SuperServe: Fine-Grained Inference Serving for Unpredictable Workloads

The increasing deployment of ML models on the critical path of production applications in both datacenter and the edge requires ML inference serving systems to serve these models under unpredictable and bursty request arrival rates. Serving models under such conditions requires these systems to strike a careful balance between the latency and accuracy requirements of the application and the overall efficiency of utilization of scarce resources. State-of-the-art systems resolve this tension by either choosing a static point in the latency-accuracy tradeoff space to serve all requests or load specific models on the critical path of request serving. In this work, we instead resolve this tension by simultaneously serving the entire-range of models spanning the latency-accuracy tradeoff space. Our novel mechanism, SubNetAct, achieves this by carefully inserting specialized operators in weight-shared SuperNetworks. These operators enable SubNetAct to dynamically route requests through the network to meet a latency and accuracy target. SubNetAct requires upto 2.6x lower memory to serve a vastly-higher number of models than prior state-of-the-art. In addition, SubNetAct's near-instantaneous actuation of models unlocks the design space of fine-grained, reactive scheduling policies. We explore the design of one such extremely effective policy, SlackFit and instantiate both SubNetAct and SlackFit in a real system, SuperServe. SuperServe achieves 4.67% higher accuracy for the same SLO attainment and 2.85x higher SLO attainment for the same accuracy on a trace derived from the real-world Microsoft Azure Functions workload and yields the best trade-offs on a wide range of extremely-bursty synthetic traces automatically.

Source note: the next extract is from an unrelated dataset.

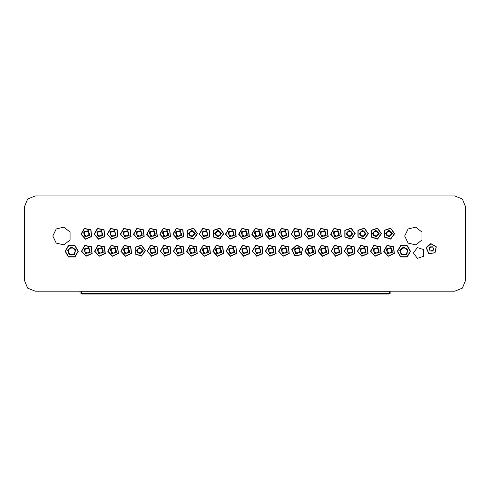 <?xml version="1.0" encoding="UTF-8"?>
<svg xmlns="http://www.w3.org/2000/svg" width="490" height="490" viewBox="0 0 490 490"><rect width="100%" height="100%" fill="white"/><g stroke="black" fill="none" stroke-linecap="round" stroke-linejoin="round"><path stroke-width="0.73" d="M81.701 291.213L81.701 294.049L389.25 294.049L389.25 291.213M404.691 236.027L408.103 228.934L415.783 227.182L421.939 232.089L421.939 239.965L415.783 244.878L408.103 243.126L404.691 236.027M52.791 236.027L56.209 228.934L63.884 227.182L70.039 232.089L70.039 239.965L63.884 244.878L56.209 243.126L52.791 236.027M400.667 256.919L397.421 251.303L400.667 245.686L407.153 245.686L410.393 251.303L407.153 256.919L400.667 256.919M400.747 256.778L397.586 251.303L400.747 245.827L407.068 245.827L410.234 251.303L407.068 256.778L400.747 256.778M400.624 256.993L397.341 251.303L400.624 245.613L407.19 245.613L410.479 251.303L407.19 256.993L400.624 256.993M68.478 256.919L65.231 251.303L68.478 245.686L74.964 245.686L78.21 251.303L74.964 256.919L68.478 256.919M68.557 256.778L65.397 251.303L68.557 245.827L74.884 245.827L78.045 251.303L74.884 256.778L68.557 256.778M68.435 256.993L65.152 251.303L68.435 245.613L75.007 245.613L78.29 251.303L75.007 256.993L68.435 256.993M428.75 253.544L434.991 252.889L436.296 246.752L430.863 243.61L426.196 247.811L428.75 253.544M428.83 253.404L434.881 252.767L436.143 246.819L430.875 243.775L426.361 247.848L428.83 253.404M413.431 252.944L417.351 247.554L423.685 249.612L423.685 256.276L417.351 258.334L413.431 252.944M401.855 254.861L399.889 250.451L403.478 247.217L407.662 249.631L406.657 254.353L401.855 254.861M401.769 255.008L399.724 250.415L403.46 247.046L407.821 249.563L406.774 254.482L401.769 255.008M69.666 254.861L67.706 250.451L71.289 247.217L75.472 249.631L74.468 254.353L69.666 254.861M69.58 255.008L67.534 250.415L71.27 247.046L75.632 249.563L74.584 254.482L69.58 255.008M394.548 233.644L390.628 239.034L384.295 236.976L384.295 230.318L390.628 228.26L394.548 233.644M394.383 233.644L390.579 238.881L384.43 236.878L384.43 230.41L390.579 228.414L394.383 233.644M394.628 233.644L390.659 239.114L384.227 237.025L384.227 230.269L390.659 228.181L394.628 233.644M394.279 253.477L388.196 256.19L383.737 251.235L387.069 245.472L393.58 246.856L394.279 253.477M394.138 253.397L388.227 256.025L383.903 251.223L387.137 245.619L393.464 246.966L394.138 253.397M394.352 253.52L388.178 256.27L383.658 251.248L387.033 245.392L393.642 246.801L394.352 253.52M368.002 253.477L361.914 256.19L357.455 251.235L360.787 245.472L367.304 246.856L368.002 253.477M367.855 253.397L361.951 256.025L357.62 251.223L360.854 245.619L367.182 246.966L367.855 253.397M368.07 253.52L361.896 256.27L357.375 251.248L360.756 245.392L367.365 246.801L368.07 253.52M354.858 253.477L348.776 256.19L344.317 251.235L347.649 245.472L354.166 246.856L354.858 253.477M354.717 253.397L348.807 256.025L344.482 251.223L347.716 245.619L354.043 246.966L354.717 253.397M354.932 253.52L348.757 256.27L344.237 251.248L347.612 245.392L354.227 246.801L354.932 253.52M328.086 236.48L322.004 239.187L317.545 234.238L320.877 228.469L327.394 229.853L328.086 236.48M327.945 236.4L322.034 239.028L317.71 234.22L320.944 228.622L327.271 229.963L327.945 236.4M328.159 236.523L321.985 239.267L317.465 234.245L320.846 228.395L327.455 229.798L328.159 236.523M315.444 253.477L309.355 256.19L304.896 251.235L308.228 245.472L314.745 246.856L315.444 253.477M315.297 253.397L309.392 256.025L305.062 251.223L308.296 245.619L314.623 246.966L315.297 253.397M315.511 253.52L309.337 256.27L304.817 251.248L308.198 245.392L314.807 246.801L315.511 253.52M289.161 253.477L283.079 256.19L278.62 251.235L281.952 245.472L288.463 246.856L289.161 253.477M289.02 253.397L283.11 256.025L278.786 251.223L282.019 245.619L288.347 246.966L289.02 253.397M289.235 253.52L283.061 256.27L278.541 251.248L281.915 245.392L288.524 246.801L289.235 253.52M249.251 236.48L243.163 239.187L238.71 234.238L242.036 228.469L248.553 229.853L249.251 236.48M249.11 236.4L243.199 239.028L238.869 234.22L242.103 228.622L248.43 229.963L249.11 236.4M249.324 236.523L243.15 239.267L238.624 234.245L242.005 228.395L248.614 229.798L249.324 236.523M249.741 253.477L243.659 256.19L239.2 251.235L242.532 245.472L249.049 246.856L249.741 253.477M249.6 253.397L243.689 256.025L239.365 251.223L242.599 245.619L248.926 246.966L249.6 253.397M249.814 253.52L243.64 256.27L239.12 251.248L242.495 245.392L249.11 246.801L249.814 253.52M223.728 233.644L219.814 239.034L213.481 236.976L213.481 230.318L219.814 228.26L223.728 233.644M223.569 233.644L219.765 238.881L213.609 236.878L213.609 230.41L219.765 228.414L223.569 233.644M223.814 233.644L219.839 239.114L213.413 237.025L213.413 230.269L219.839 228.181L223.814 233.644M381.404 233.644L377.49 239.034L371.157 236.976L371.157 230.318L377.49 228.26L381.404 233.644M381.245 233.644L377.441 238.881L371.285 236.878L371.285 230.41L377.441 228.414L381.245 233.644M381.49 233.644L377.514 239.114L371.089 237.025L371.089 230.269L377.514 228.181L381.49 233.644M381.14 253.477L375.052 256.19L370.599 251.235L373.925 245.472L380.442 246.856L381.14 253.477M381 253.397L375.089 256.025L370.759 251.223L373.993 245.619L380.32 246.966L381 253.397M381.214 253.52L375.04 256.27L370.514 251.248L373.895 245.392L380.503 246.801L381.214 253.52M341.23 236.48L335.142 239.187L330.683 234.238L334.015 228.469L340.532 229.853L341.23 236.48M341.083 236.4L335.178 239.028L330.848 234.22L334.082 228.622L340.409 229.963L341.083 236.4M341.297 236.523L335.123 239.267L330.603 234.245L333.984 228.395L340.593 229.798L341.297 236.523M328.582 253.477L322.494 256.19L318.041 251.235L321.366 245.472L327.884 246.856L328.582 253.477M328.441 253.397L322.53 256.025L318.2 251.223L321.434 245.619L327.761 246.966L328.441 253.397M328.649 253.52L322.481 256.27L317.955 251.248L321.336 245.392L327.945 246.801L328.649 253.52M288.671 236.48L282.583 239.187L278.124 234.238L281.456 228.469L287.973 229.853L288.671 236.48M288.524 236.4L282.62 239.028L278.289 234.22L281.523 228.622L287.851 229.963L288.524 236.4M288.739 236.523L282.565 239.267L278.044 234.245L281.425 228.395L288.034 229.798L288.739 236.523M275.527 236.48L269.445 239.187L264.986 234.238L268.318 228.469L274.835 229.853L275.527 236.48M275.386 236.4L269.476 239.028L265.151 234.22L268.385 228.622L274.712 229.963L275.386 236.4M275.601 236.523L269.427 239.267L264.906 234.245L268.281 228.395L274.896 229.798L275.601 236.523M262.885 253.477L256.797 256.19L252.338 251.235L255.67 245.472L262.187 246.856L262.885 253.477M262.738 253.397L256.834 256.025L252.503 251.223L255.737 245.619L262.064 246.966L262.738 253.397M262.952 253.52L256.778 256.27L252.258 251.248L255.639 245.392L262.248 246.801L262.952 253.52M236.113 236.48L230.024 239.187L225.565 234.238L228.897 228.469L235.414 229.853L236.113 236.48M235.966 236.4L230.061 239.028L225.731 234.22L228.965 228.622L235.292 229.963L235.966 236.4M236.18 236.523L230.006 239.267L225.486 234.245L228.867 228.395L235.476 229.798L236.18 236.523M223.464 253.477L217.376 256.19L212.923 251.235L216.249 245.472L222.766 246.856L223.464 253.477M223.324 253.397L217.413 256.025L213.083 251.223L216.317 245.619L222.644 246.966L223.324 253.397M223.532 253.52L217.364 256.27L212.838 251.248L216.219 245.392L222.828 246.801L223.532 253.52M210.326 253.477L204.238 256.19L199.779 251.235L203.111 245.472L209.628 246.856L210.326 253.477M210.179 253.397L204.275 256.025L199.945 251.223L203.179 245.619L209.506 246.966L210.179 253.397M210.394 253.52L204.22 256.27L199.7 251.248L203.081 245.392L209.689 246.801L210.394 253.52M197.182 253.477L191.1 256.19L186.641 251.235L189.973 245.472L196.49 246.856L197.182 253.477M197.041 253.397L191.131 256.025L186.806 251.223L190.04 245.619L196.368 246.966L197.041 253.397M197.256 253.52L191.082 256.27L186.561 251.248L189.936 245.392L196.551 246.801L197.256 253.52M184.044 253.477L177.962 256.19L173.503 251.235L176.835 245.472L183.346 246.856L184.044 253.477M183.903 253.397L177.993 256.025L173.668 251.223L176.902 245.619L183.229 246.966L183.903 253.397M184.118 253.52L177.944 256.27L173.423 251.248L176.798 245.392L183.407 246.801L184.118 253.52M170.906 253.477L164.818 256.19L160.365 251.235L163.691 245.472L170.208 246.856L170.906 253.477M170.765 253.397L164.854 256.025L160.524 251.223L163.758 245.619L170.085 246.966L170.765 253.397M170.973 253.52L164.805 256.27L160.279 251.248L163.66 245.392L170.269 246.801L170.973 253.52M157.272 236.48L151.19 239.187L146.731 234.238L150.062 228.469L156.573 229.853L157.272 236.48M157.131 236.4L151.22 239.028L146.896 234.22L150.13 228.622L156.457 229.963L157.131 236.4M157.345 236.523L151.171 239.267L146.651 234.245L150.026 228.395L156.635 229.798L157.345 236.523M144.133 236.48L138.045 239.187L133.592 234.238L136.918 228.469L143.435 229.853L144.133 236.48M143.993 236.4L138.082 239.028L133.752 234.22L136.986 228.622L143.313 229.963L143.993 236.4M144.207 236.523L138.033 239.267L133.507 234.245L136.888 228.395L143.496 229.798L144.207 236.523M130.995 236.48L124.907 239.187L120.448 234.238L123.78 228.469L130.297 229.853L130.995 236.48M130.848 236.4L124.944 239.028L120.614 234.22L123.847 228.622L130.175 229.963L130.848 236.4M131.063 236.523L124.889 239.267L120.369 234.245L123.749 228.395L130.358 229.798L131.063 236.523M145.383 250.647L141.469 256.037L135.136 253.979L135.136 247.315L141.469 245.257L145.383 250.647M145.218 250.647L141.42 255.878L135.264 253.881L135.264 247.413L141.42 245.41L145.218 250.647M145.469 250.647L141.494 256.111L135.069 254.022L135.069 247.266L141.494 245.178L145.469 250.647M104.713 236.48L98.631 239.187L94.172 234.238L97.504 228.469L104.015 229.853L104.713 236.48M104.572 236.4L98.662 239.028L94.337 234.22L97.571 228.622L103.898 229.963L104.572 236.4M104.787 236.523L98.613 239.267L94.092 234.245L97.467 228.395L104.076 229.798L104.787 236.523M118.347 253.477L112.259 256.19L107.806 251.235L111.132 245.472L117.649 246.856L118.347 253.477M118.206 253.397L112.296 256.025L107.965 251.223L111.199 245.619L117.526 246.966L118.206 253.397M118.415 253.52L112.247 256.27L107.72 251.248L111.101 245.392L117.71 246.801L118.415 253.52M105.209 253.477L99.121 256.19L94.662 251.235L97.994 245.472L104.511 246.856L105.209 253.477M105.062 253.397L99.158 256.025L94.827 251.223L98.061 245.619L104.388 246.966L105.062 253.397M105.276 253.52L99.103 256.27L94.582 251.248L97.963 245.392L104.572 246.801L105.276 253.52M368.266 233.644L364.352 239.034L358.019 236.976L358.019 230.318L364.352 228.26L368.266 233.644M368.1 233.644L364.303 238.881L358.147 236.878L358.147 230.41L364.303 228.414L368.1 233.644M368.351 233.644L364.376 239.114L357.951 237.025L357.951 230.269L364.376 228.181L368.351 233.644M355.127 233.644L351.214 239.034L344.874 236.976L344.874 230.318L351.214 228.26L355.127 233.644M354.962 233.644L351.159 238.881L345.009 236.878L345.009 230.41L351.159 228.414L354.962 233.644M355.207 233.644L351.238 239.114L344.807 237.025L344.807 230.269L351.238 228.181L355.207 233.644M341.72 253.477L335.638 256.19L331.179 251.235L334.511 245.472L341.022 246.856L341.72 253.477M341.579 253.397L335.668 256.025L331.344 251.223L334.578 245.619L340.905 246.966L341.579 253.397M341.793 253.52L335.619 256.27L331.099 251.248L334.474 245.392L341.083 246.801L341.793 253.52M314.948 236.48L308.865 239.187L304.406 234.238L307.738 228.469L314.255 229.853L314.948 236.48M314.807 236.4L308.896 239.028L304.572 234.22L307.806 228.622L314.133 229.963L314.807 236.4M315.021 236.523L308.847 239.267L304.327 234.245L307.702 228.395L314.31 229.798L315.021 236.523M276.023 253.477L269.935 256.19L265.482 251.235L268.808 245.472L275.325 246.856L276.023 253.477M275.882 253.397L269.972 256.025L265.641 251.223L268.875 245.619L275.202 246.966L275.882 253.397M276.091 253.52L269.923 256.27L265.396 251.248L268.777 245.392L275.386 246.801L276.091 253.52M262.389 236.48L256.307 239.187L251.848 234.238L255.18 228.469L261.697 229.853L262.389 236.48M262.248 236.4L256.337 239.028L252.013 234.22L255.247 228.622L261.574 229.963L262.248 236.4M262.462 236.523L256.288 239.267L251.768 234.245L255.143 228.395L261.752 229.798L262.462 236.523M236.603 253.477L230.521 256.19L226.061 251.235L229.394 245.472L235.904 246.856L236.603 253.477M236.462 253.397L230.551 256.025L226.227 251.223L229.461 245.619L235.788 246.966L236.462 253.397M236.676 253.52L230.502 256.27L225.982 251.248L229.357 245.392L235.966 246.801L236.676 253.52M209.83 236.48L203.748 239.187L199.289 234.238L202.621 228.469L209.132 229.853L209.83 236.48M209.689 236.4L203.779 239.028L199.454 234.22L202.689 228.622L209.016 229.963L209.689 236.4M209.904 236.523L203.73 239.267L199.21 234.245L202.584 228.395L209.193 229.798L209.904 236.523M197.452 233.644L193.538 239.034L187.198 236.976L187.198 230.318L193.538 228.26L197.452 233.644M197.286 233.644L193.483 238.881L187.333 236.878L187.333 230.41L193.483 228.414L197.286 233.644M197.531 233.644L193.562 239.114L187.131 237.025L187.131 230.269L193.562 228.181L197.531 233.644M183.554 236.48L177.466 239.187L173.007 234.238L176.339 228.469L182.856 229.853L183.554 236.48M183.407 236.4L177.503 239.028L173.172 234.22L176.406 228.622L182.733 229.963L183.407 236.4M183.621 236.523L177.447 239.267L172.927 234.245L176.308 228.395L182.917 229.798L183.621 236.523M170.41 236.48L164.328 239.187L159.869 234.238L163.201 228.469L169.718 229.853L170.41 236.48M170.269 236.4L164.358 239.028L160.034 234.22L163.268 228.622L169.595 229.963L170.269 236.4M170.483 236.523L164.309 239.267L159.789 234.245L163.164 228.395L169.779 229.798L170.483 236.523M157.768 253.477L151.679 256.19L147.221 251.235L150.553 245.472L157.07 246.856L157.768 253.477M157.621 253.397L151.716 256.025L147.386 251.223L150.62 245.619L156.947 246.966L157.621 253.397M157.835 253.52L151.661 256.27L147.141 251.248L150.522 245.392L157.131 246.801L157.835 253.52M131.485 253.477L125.403 256.19L120.944 251.235L124.276 245.472L130.787 246.856L131.485 253.477M131.345 253.397L125.434 256.025L121.11 251.223L124.344 245.619L130.671 246.966L131.345 253.397M131.559 253.52L125.385 256.27L120.865 251.248L124.24 245.392L130.848 246.801L131.559 253.52M117.851 236.48L111.769 239.187L107.31 234.238L110.642 228.469L117.159 229.853L117.851 236.48M117.71 236.4L111.8 239.028L107.475 234.22L110.709 228.622L117.037 229.963L117.71 236.4M117.925 236.523L111.751 239.267L107.23 234.245L110.605 228.395L117.22 229.798L117.925 236.523M301.809 236.48L295.721 239.187L291.268 234.238L294.594 228.469L301.111 229.853L301.809 236.48M301.668 236.4L295.758 239.028L291.428 234.22L294.661 228.622L300.989 229.963L301.668 236.4M301.883 236.523L295.709 239.267L291.183 234.245L294.564 228.395L301.172 229.798L301.883 236.523M294.564 255.553L291.85 249.465L296.799 245.012L302.569 248.338L301.185 254.855L294.564 255.553M294.643 255.413L292.009 249.502L296.818 245.172L302.422 248.406L301.074 254.733L294.643 255.413M294.521 255.627L291.771 249.453L296.793 244.927L302.649 248.308L301.24 254.916L294.521 255.627M92.065 253.477L85.983 256.19L81.524 251.235L84.856 245.472L91.373 246.856L92.065 253.477M91.924 253.397L86.013 256.025L81.689 251.223L84.923 245.619L91.25 246.966L91.924 253.397M92.138 253.52L85.964 256.27L81.444 251.248L84.819 245.392L91.434 246.801L92.138 253.52M91.575 236.48L85.487 239.187L81.034 234.238L84.36 228.469L90.877 229.853L91.575 236.48M91.434 236.4L85.523 239.028L81.193 234.22L84.427 228.622L90.754 229.963L91.434 236.4M91.648 236.523L85.474 239.267L80.948 234.245L84.329 228.395L90.938 229.798L91.648 236.523M430.189 251.058L433.552 250.151L432.652 246.789L429.283 247.689L430.189 251.058M392.165 233.644L388.882 236.933L385.593 233.644L388.882 230.361L392.165 233.644M392.337 233.644L388.882 237.105L385.422 233.644L388.882 230.19L392.337 233.644M392.214 252.289L387.731 253.489L386.524 249.006L391.014 247.799L392.214 252.289M392.368 252.375L387.645 253.642L386.377 248.914L391.1 247.652L392.368 252.375M365.938 252.289L361.449 253.489L360.248 249.006L364.738 247.799L365.938 252.289M366.091 252.375L361.363 253.642L360.095 248.914L364.823 247.652L366.091 252.375M352.8 252.289L348.31 253.489L347.11 249.006L351.593 247.799L352.8 252.289M352.947 252.375L348.225 253.642L346.957 248.914L351.685 247.652L352.947 252.375M326.028 235.292L321.538 236.492L320.338 232.003L324.821 230.802L326.028 235.292M326.175 235.378L321.452 236.639L320.184 231.917L324.913 230.649L326.175 235.378M313.38 252.289L308.89 253.489L307.689 249.006L312.179 247.799L313.38 252.289M313.533 252.375L308.804 253.642L307.536 248.914L312.265 247.652L313.533 252.375M287.097 252.289L282.614 253.489L281.407 249.006L285.897 247.799L287.097 252.289M287.25 252.375L282.528 253.642L281.26 248.914L285.982 247.652L287.25 252.375M247.187 235.292L242.703 236.492L241.496 232.003L245.986 230.802L247.187 235.292M247.34 235.378L242.611 236.639L241.35 231.917L246.072 230.649L247.34 235.378M247.683 252.289L243.193 253.489L241.993 249.006L246.476 247.799L247.683 252.289M247.83 252.375L243.107 253.642L241.84 248.914L246.568 247.652L247.83 252.375M221.351 233.644L218.062 236.933L214.779 233.644L218.062 230.361L221.351 233.644M221.523 233.644L218.062 237.105L214.602 233.644L218.062 230.19L221.523 233.644M379.027 233.644L375.738 236.933L372.455 233.644L375.738 230.361L379.027 233.644M379.199 233.644L375.738 237.105L372.277 233.644L375.738 230.19L379.199 233.644M379.076 252.289L374.593 253.489L373.386 249.006L377.876 247.799L379.076 252.289M379.229 252.375L374.501 253.642L373.239 248.914L377.962 247.652L379.229 252.375M339.166 235.292L334.676 236.492L333.476 232.003L337.965 230.802L339.166 235.292M339.319 235.378L334.59 236.639L333.323 231.917L338.051 230.649L339.319 235.378M326.518 252.289L322.034 253.489L320.827 249.006L325.317 247.799L326.518 252.289M326.671 252.375L321.942 253.642L320.68 248.914L325.403 247.652L326.671 252.375M286.607 235.292L282.118 236.492L280.917 232.003L285.407 230.802L286.607 235.292M286.76 235.378L282.032 236.639L280.764 231.917L285.492 230.649L286.76 235.378M273.469 235.292L268.979 236.492L267.779 232.003L272.262 230.802L273.469 235.292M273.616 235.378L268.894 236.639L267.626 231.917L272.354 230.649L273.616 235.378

翻译：随着机器学习模型在数据中心和边缘端生产应用关键路径上的部署日益增多，推理服务系统需在不可预测且突发的请求到达率下提供服务。此类条件要求系统在应用延迟与准确性需求及稀缺资源利用率之间实现精细平衡。现有系统通过选择延迟-准确性权衡空间中的静态点来服务所有请求，或在请求服务的关键路径上加载特定模型。本研究提出一种新方法：通过同时服务覆盖整个延迟-准确性权衡空间的全部模型来解决这一矛盾。我们的创新机制SubNetAct通过在权重共享的超网络中精心插入专用算子来实现这一目标。这些算子使SubNetAct能够动态路由请求通过网络以满足延迟与准确性目标。与现有最优方法相比，SubNetAct在内存占用上降低至2.6倍的同时可服务数量显著更多的模型。此外，SubNetAct的近即时模型切换能力解锁了细粒度响应式调度策略的设计空间。我们探索了其中一种极为有效的策略SlackFit，并在真实系统SuperServe中实例化SubNetAct与SlackFit。基于真实Microsoft Azure Functions工作负载轨迹，SuperServe在相同SLO达成率下准确率提升4.67%，在相同准确率下SLO达成率提升2.85倍，并在广泛极端突发合成轨迹上自动实现最优权衡。